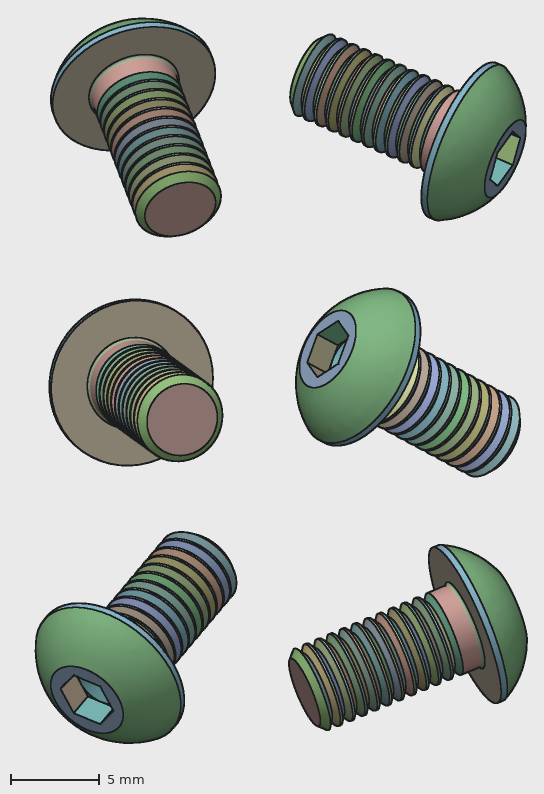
import cadquery as cq
import math

total_length = 12.75
head_radius = 9.5 / 2
head_height = 2.75
rim_width = 0.4
face_radius = 2.37
dome_radius = 5.1

shank_radius = 2.5
neck_fillet_radius = 0.2
neck_fillet_length = 0.19

thread_start = 4.05
groove_count = 11
groove_width = 0.61
crest_width = 0.15
root_radius = 2.09
tip_radius = 2.07

socket_across_flats = 3.0
socket_depth = 1.55
socket_cone_half_angle = 60.0


def dome_midpoint(start, end, radius):
    """Point halfway along the outward arc of the given radius from start to end."""
    dx = end[0] - start[0]
    dr = end[1] - start[1]
    chord = math.hypot(dx, dr)
    bulge = radius - math.sqrt(radius**2 - (chord / 2) ** 2)
    middle_x = (start[0] + end[0]) / 2
    middle_r = (start[1] + end[1]) / 2
    return (middle_x - bulge * dr / chord, middle_r + bulge * dx / chord)


def make_body():
    """Revolve the head, neck and ringed thread from one half outline."""
    face_edge = (0, face_radius)
    rim_edge = (head_height - rim_width, head_radius)
    drop_squared = neck_fillet_radius**2 - neck_fillet_length**2
    fillet_rise = neck_fillet_radius - math.sqrt(drop_squared)
    fillet_start = (head_height, shank_radius + fillet_rise)
    fillet_end = (head_height + neck_fillet_length, shank_radius)

    outline = (
        cq.Workplane("XY")
        .lineTo(*face_edge)
        .threePointArc(dome_midpoint(face_edge, rim_edge, dome_radius), rim_edge)
        .lineTo(head_height, head_radius)
        .lineTo(*fillet_start)
        .radiusArc(fillet_end, -neck_fillet_radius)
    )
    for groove in range(groove_count):
        groove_start = thread_start + groove * (groove_width + crest_width)
        outline = (
            outline.lineTo(groove_start, shank_radius)
            .lineTo(groove_start + groove_width / 2, root_radius)
            .lineTo(groove_start + groove_width, shank_radius)
        )
    outline = outline.lineTo(total_length, tip_radius).lineTo(total_length, 0).close()
    return outline.revolve(360, (0, 0, 0), (1, 0, 0))


def make_socket():
    """Hexagonal socket with flats facing +Z and -Z and a conical bottom."""
    across_corners = socket_across_flats / math.cos(math.radians(30))
    hexagon = cq.Workplane("YZ").polygon(6, across_corners).extrude(socket_depth)
    cone_radius = socket_across_flats / 2
    cone_depth = cone_radius / math.tan(math.radians(socket_cone_half_angle))
    cone = (
        cq.Workplane("XY")
        .moveTo(socket_depth, 0)
        .lineTo(socket_depth, cone_radius)
        .lineTo(socket_depth + cone_depth, 0)
        .close()
        .revolve(360, (0, 0, 0), (1, 0, 0))
    )
    return hexagon.union(cone)


result = make_body().cut(make_socket())

========================================

Word for word, write out each of the records, but not the pictures.

import cadquery as cq
import math

total_length = 12.75
head_radius = 9.5 / 2
head_height = 2.75
rim_width = 0.4
face_radius = 2.37
dome_radius = 5.1

shank_radius = 2.5
neck_fillet_radius = 0.2
neck_fillet_length = 0.19

thread_start = 4.05
groove_count = 11
groove_width = 0.61
crest_width = 0.15
root_radius = 2.09
tip_radius = 2.07

socket_across_flats = 3.0
socket_depth = 1.55
socket_cone_half_angle = 60.0


def dome_midpoint(start, end, radius):
    """Point halfway along the outward arc of the given radius from start to end."""
    dx = end[0] - start[0]
    dr = end[1] - start[1]
    chord = math.hypot(dx, dr)
    bulge = radius - math.sqrt(radius**2 - (chord / 2) ** 2)
    middle_x = (start[0] + end[0]) / 2
    middle_r = (start[1] + end[1]) / 2
    return (middle_x - bulge * dr / chord, middle_r + bulge * dx / chord)


def make_body():
    """Revolve the head, neck and ringed thread from one half outline."""
    face_edge = (0, face_radius)
    rim_edge = (head_height - rim_width, head_radius)
    drop_squared = neck_fillet_radius**2 - neck_fillet_length**2
    fillet_rise = neck_fillet_radius - math.sqrt(drop_squared)
    fillet_start = (head_height, shank_radius + fillet_rise)
    fillet_end = (head_height + neck_fillet_length, shank_radius)

    outline = (
        cq.Workplane("XY")
        .lineTo(*face_edge)
        .threePointArc(dome_midpoint(face_edge, rim_edge, dome_radius), rim_edge)
        .lineTo(head_height, head_radius)
        .lineTo(*fillet_start)
        .radiusArc(fillet_end, -neck_fillet_radius)
    )
    for groove in range(groove_count):
        groove_start = thread_start + groove * (groove_width + crest_width)
        outline = (
            outline.lineTo(groove_start, shank_radius)
            .lineTo(groove_start + groove_width / 2, root_radius)
            .lineTo(groove_start + groove_width, shank_radius)
        )
    outline = outline.lineTo(total_length, tip_radius).lineTo(total_length, 0).close()
    return outline.revolve(360, (0, 0, 0), (1, 0, 0))


def make_socket():
    """Hexagonal socket with flats facing +Z and -Z and a conical bottom."""
    across_corners = socket_across_flats / math.cos(math.radians(30))
    hexagon = cq.Workplane("YZ").polygon(6, across_corners).extrude(socket_depth)
    cone_radius = socket_across_flats / 2
    cone_depth = cone_radius / math.tan(math.radians(socket_cone_half_angle))
    cone = (
        cq.Workplane("XY")
        .moveTo(socket_depth, 0)
        .lineTo(socket_depth, cone_radius)
        .lineTo(socket_depth + cone_depth, 0)
        .close()
        .revolve(360, (0, 0, 0), (1, 0, 0))
    )
    return hexagon.union(cone)


result = make_body().cut(make_socket())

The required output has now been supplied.